*Record excerpts:*
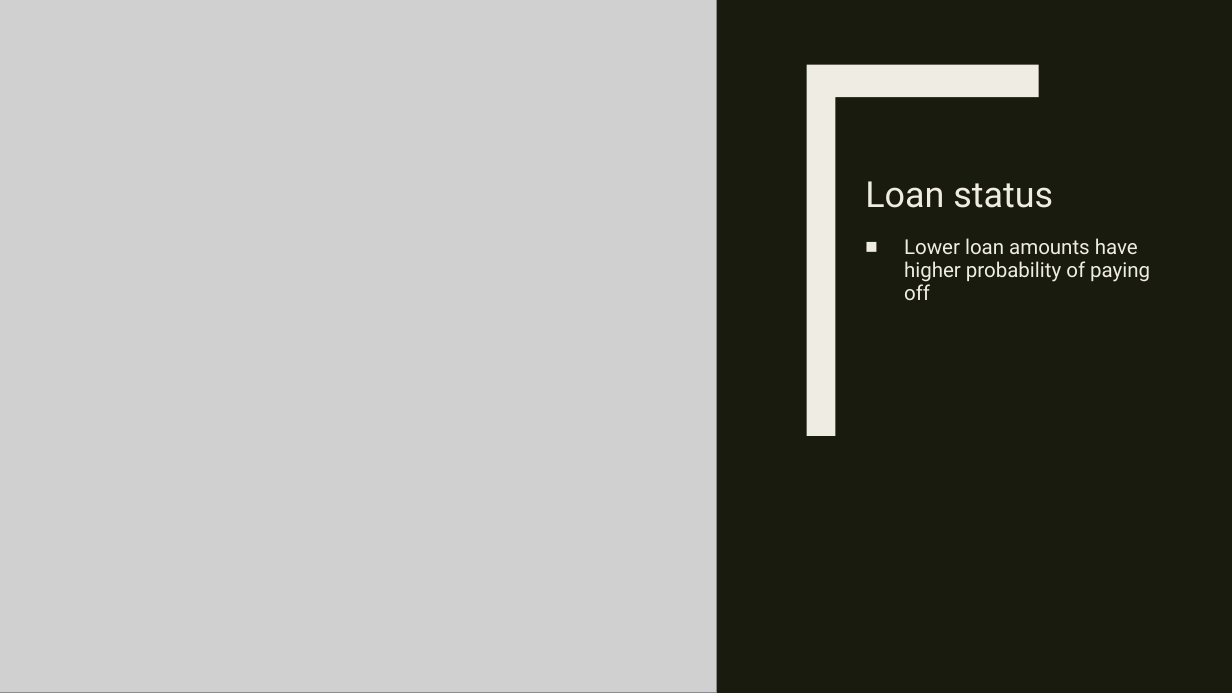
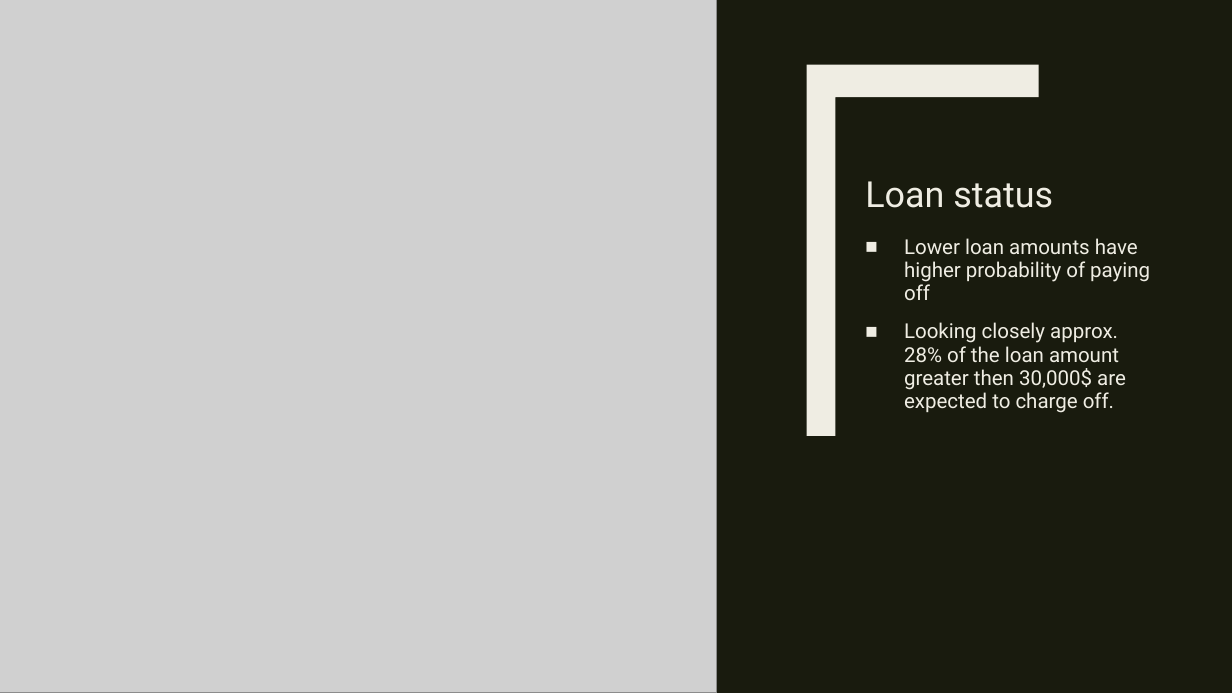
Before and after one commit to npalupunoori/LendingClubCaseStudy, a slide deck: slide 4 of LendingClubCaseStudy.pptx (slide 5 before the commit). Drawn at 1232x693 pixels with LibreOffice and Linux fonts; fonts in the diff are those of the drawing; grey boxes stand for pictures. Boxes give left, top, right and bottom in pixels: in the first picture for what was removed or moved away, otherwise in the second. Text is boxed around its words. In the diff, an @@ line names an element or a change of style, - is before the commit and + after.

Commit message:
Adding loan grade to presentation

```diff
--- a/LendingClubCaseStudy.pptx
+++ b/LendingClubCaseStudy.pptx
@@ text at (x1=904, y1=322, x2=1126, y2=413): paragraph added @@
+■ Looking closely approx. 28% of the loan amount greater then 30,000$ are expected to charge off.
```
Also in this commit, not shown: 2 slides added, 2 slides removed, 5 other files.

*Required action:* Number of lines containing "loan" in the data: state it and nothing more.

*Response:* 2